[Extracted data — start]

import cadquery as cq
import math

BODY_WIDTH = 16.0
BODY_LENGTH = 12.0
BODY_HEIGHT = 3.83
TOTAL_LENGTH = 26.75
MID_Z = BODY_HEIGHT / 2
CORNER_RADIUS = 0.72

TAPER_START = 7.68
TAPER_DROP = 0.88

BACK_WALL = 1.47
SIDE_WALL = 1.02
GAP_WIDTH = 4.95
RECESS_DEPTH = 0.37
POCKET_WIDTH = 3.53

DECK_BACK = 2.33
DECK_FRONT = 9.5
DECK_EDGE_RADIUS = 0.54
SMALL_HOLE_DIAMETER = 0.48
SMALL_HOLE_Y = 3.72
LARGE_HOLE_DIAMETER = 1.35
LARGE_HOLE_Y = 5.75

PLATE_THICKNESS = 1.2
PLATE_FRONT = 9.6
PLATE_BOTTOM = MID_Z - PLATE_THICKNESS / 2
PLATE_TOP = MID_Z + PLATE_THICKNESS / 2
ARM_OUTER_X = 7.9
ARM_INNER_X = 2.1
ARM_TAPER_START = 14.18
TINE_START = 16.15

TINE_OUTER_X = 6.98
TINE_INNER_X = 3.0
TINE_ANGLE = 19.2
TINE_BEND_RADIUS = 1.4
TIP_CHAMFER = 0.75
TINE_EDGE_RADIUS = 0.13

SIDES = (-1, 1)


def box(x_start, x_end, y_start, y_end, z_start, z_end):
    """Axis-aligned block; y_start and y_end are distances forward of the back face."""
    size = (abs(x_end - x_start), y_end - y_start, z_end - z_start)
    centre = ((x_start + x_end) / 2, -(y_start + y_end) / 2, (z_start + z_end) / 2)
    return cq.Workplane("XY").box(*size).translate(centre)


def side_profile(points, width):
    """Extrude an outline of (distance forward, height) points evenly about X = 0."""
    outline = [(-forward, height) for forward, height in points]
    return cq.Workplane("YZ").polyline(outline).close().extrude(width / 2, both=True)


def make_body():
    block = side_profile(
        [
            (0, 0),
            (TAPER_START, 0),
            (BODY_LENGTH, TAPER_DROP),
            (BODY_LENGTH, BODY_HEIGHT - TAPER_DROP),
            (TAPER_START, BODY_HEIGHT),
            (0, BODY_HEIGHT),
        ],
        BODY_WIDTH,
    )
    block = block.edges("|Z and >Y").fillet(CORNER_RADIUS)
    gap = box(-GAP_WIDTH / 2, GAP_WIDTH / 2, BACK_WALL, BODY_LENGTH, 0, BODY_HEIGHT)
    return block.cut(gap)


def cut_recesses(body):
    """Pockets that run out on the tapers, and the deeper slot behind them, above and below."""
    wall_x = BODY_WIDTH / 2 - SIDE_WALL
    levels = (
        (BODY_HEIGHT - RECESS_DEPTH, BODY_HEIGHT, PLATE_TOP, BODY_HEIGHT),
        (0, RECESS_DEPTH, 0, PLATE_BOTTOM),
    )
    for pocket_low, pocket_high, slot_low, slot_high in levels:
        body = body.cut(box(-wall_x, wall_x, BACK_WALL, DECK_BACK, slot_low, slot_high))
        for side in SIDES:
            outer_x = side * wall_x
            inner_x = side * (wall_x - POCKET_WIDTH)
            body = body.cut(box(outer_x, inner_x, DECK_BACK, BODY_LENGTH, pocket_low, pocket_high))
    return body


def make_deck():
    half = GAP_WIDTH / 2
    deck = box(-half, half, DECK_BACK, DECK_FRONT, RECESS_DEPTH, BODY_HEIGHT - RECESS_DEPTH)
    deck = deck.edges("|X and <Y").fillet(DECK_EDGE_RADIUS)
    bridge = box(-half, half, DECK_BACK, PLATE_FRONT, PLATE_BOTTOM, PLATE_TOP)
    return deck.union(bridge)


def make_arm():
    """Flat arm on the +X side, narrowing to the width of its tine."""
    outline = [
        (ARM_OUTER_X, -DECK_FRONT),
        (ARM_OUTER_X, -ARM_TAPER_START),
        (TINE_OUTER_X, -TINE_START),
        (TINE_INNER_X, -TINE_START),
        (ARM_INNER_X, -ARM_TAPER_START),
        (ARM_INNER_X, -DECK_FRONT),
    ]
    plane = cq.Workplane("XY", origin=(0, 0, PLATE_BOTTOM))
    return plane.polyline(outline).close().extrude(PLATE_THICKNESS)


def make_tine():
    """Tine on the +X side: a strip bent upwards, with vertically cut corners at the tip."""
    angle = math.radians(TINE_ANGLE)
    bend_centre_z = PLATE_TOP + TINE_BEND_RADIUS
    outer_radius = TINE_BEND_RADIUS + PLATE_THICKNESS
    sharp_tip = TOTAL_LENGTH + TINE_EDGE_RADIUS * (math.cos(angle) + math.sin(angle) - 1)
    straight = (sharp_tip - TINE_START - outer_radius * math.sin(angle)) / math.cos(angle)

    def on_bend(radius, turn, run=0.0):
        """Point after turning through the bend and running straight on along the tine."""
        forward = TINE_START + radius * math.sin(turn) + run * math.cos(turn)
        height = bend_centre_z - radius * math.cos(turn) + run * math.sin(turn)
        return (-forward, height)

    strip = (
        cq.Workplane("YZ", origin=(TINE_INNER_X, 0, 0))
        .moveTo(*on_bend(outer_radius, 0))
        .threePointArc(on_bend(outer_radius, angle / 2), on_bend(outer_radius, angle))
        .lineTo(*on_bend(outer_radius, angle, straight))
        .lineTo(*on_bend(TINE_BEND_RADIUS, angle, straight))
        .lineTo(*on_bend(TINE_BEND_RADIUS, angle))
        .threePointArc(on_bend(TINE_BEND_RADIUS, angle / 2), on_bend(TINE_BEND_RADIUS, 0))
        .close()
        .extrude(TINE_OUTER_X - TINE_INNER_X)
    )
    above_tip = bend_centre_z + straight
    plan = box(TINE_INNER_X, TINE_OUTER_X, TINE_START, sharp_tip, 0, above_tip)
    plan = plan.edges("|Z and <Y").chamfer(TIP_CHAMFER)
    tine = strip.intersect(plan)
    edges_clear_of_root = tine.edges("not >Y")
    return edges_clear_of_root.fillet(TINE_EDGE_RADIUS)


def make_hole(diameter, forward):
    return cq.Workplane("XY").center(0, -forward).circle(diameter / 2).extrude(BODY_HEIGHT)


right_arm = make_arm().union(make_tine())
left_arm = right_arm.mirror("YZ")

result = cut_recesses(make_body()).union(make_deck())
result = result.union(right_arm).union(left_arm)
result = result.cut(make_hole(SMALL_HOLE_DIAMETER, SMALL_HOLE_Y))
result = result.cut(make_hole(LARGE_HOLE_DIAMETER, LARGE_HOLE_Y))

[Extracted data — finish]
[Extracted data — start]

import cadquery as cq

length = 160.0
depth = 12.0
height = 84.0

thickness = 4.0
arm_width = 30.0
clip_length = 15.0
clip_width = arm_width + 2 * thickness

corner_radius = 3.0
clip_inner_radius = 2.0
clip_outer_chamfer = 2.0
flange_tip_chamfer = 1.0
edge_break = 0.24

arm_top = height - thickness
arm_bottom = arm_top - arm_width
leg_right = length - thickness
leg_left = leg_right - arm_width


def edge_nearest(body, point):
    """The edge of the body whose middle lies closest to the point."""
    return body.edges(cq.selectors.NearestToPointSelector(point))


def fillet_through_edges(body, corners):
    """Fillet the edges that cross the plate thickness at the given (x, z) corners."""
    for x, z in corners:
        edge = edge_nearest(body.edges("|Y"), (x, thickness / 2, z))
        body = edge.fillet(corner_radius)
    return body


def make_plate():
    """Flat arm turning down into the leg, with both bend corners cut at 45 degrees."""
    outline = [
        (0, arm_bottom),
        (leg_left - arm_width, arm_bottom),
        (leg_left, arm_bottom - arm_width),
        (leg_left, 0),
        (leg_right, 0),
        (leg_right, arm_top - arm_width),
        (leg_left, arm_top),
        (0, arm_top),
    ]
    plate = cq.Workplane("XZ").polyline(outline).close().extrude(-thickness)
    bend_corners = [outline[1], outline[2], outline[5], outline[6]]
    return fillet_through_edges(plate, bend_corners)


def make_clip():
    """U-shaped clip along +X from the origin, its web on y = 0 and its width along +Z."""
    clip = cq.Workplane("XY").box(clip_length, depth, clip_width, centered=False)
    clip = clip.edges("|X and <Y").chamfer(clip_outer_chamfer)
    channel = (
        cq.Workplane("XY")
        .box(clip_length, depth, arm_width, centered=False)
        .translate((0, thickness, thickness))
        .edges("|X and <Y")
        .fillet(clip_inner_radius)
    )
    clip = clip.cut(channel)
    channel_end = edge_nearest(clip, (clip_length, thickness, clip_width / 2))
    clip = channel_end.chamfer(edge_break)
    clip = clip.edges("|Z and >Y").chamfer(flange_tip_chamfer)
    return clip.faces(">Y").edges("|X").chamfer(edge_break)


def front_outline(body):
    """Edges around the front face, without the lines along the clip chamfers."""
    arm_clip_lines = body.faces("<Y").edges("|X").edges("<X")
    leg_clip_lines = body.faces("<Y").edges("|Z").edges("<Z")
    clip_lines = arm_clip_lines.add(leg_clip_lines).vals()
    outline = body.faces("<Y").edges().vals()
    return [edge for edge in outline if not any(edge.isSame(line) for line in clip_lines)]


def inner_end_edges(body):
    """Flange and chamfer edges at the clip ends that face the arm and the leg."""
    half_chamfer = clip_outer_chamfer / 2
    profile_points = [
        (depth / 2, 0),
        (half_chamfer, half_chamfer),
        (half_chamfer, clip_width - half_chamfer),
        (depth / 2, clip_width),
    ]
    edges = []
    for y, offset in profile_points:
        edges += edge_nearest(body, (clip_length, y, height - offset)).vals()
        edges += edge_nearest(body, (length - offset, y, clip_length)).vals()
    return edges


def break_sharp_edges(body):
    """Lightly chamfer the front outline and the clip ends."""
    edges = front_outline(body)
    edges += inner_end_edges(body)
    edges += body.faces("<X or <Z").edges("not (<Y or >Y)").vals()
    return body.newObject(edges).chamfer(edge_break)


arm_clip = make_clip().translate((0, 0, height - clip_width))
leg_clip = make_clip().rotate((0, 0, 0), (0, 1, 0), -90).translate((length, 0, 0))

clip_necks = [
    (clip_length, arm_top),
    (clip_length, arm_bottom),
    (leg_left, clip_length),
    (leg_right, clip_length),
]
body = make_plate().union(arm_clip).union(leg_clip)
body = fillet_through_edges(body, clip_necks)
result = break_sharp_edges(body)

[Extracted data — finish]
[Extracted data — start]

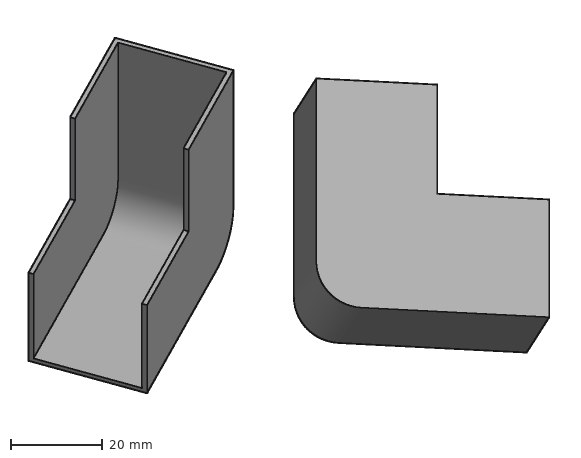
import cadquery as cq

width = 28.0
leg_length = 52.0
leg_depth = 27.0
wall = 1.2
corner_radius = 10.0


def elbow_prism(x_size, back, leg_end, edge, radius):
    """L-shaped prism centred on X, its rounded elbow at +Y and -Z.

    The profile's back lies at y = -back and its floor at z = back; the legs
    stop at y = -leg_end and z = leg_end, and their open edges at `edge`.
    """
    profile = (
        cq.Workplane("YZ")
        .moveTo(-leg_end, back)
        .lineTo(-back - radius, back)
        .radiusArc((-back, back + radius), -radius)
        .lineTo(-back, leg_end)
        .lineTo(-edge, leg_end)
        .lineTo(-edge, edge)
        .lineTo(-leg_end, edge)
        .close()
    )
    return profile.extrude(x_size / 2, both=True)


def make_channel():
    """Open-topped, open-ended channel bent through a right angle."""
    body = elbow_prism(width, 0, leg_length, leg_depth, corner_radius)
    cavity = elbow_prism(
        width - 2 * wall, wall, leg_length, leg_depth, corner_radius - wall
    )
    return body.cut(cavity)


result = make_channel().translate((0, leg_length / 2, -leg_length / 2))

[Extracted data — finish]

## What to do
Give back exactly the lines above, from the line containing "arm_top = height - thickness" through the line containing "thickness / 2, z))", with both end lines and nothing more.

## Solved exercise
arm_top = height - thickness
arm_bottom = arm_top - arm_width
leg_right = length - thickness
leg_left = leg_right - arm_width


def edge_nearest(body, point):
    """The edge of the body whose middle lies closest to the point."""
    return body.edges(cq.selectors.NearestToPointSelector(point))


def fillet_through_edges(body, corners):
    """Fillet the edges that cross the plate thickness at the given (x, z) corners."""
    for x, z in corners:
        edge = edge_nearest(body.edges("|Y"), (x, thickness / 2, z))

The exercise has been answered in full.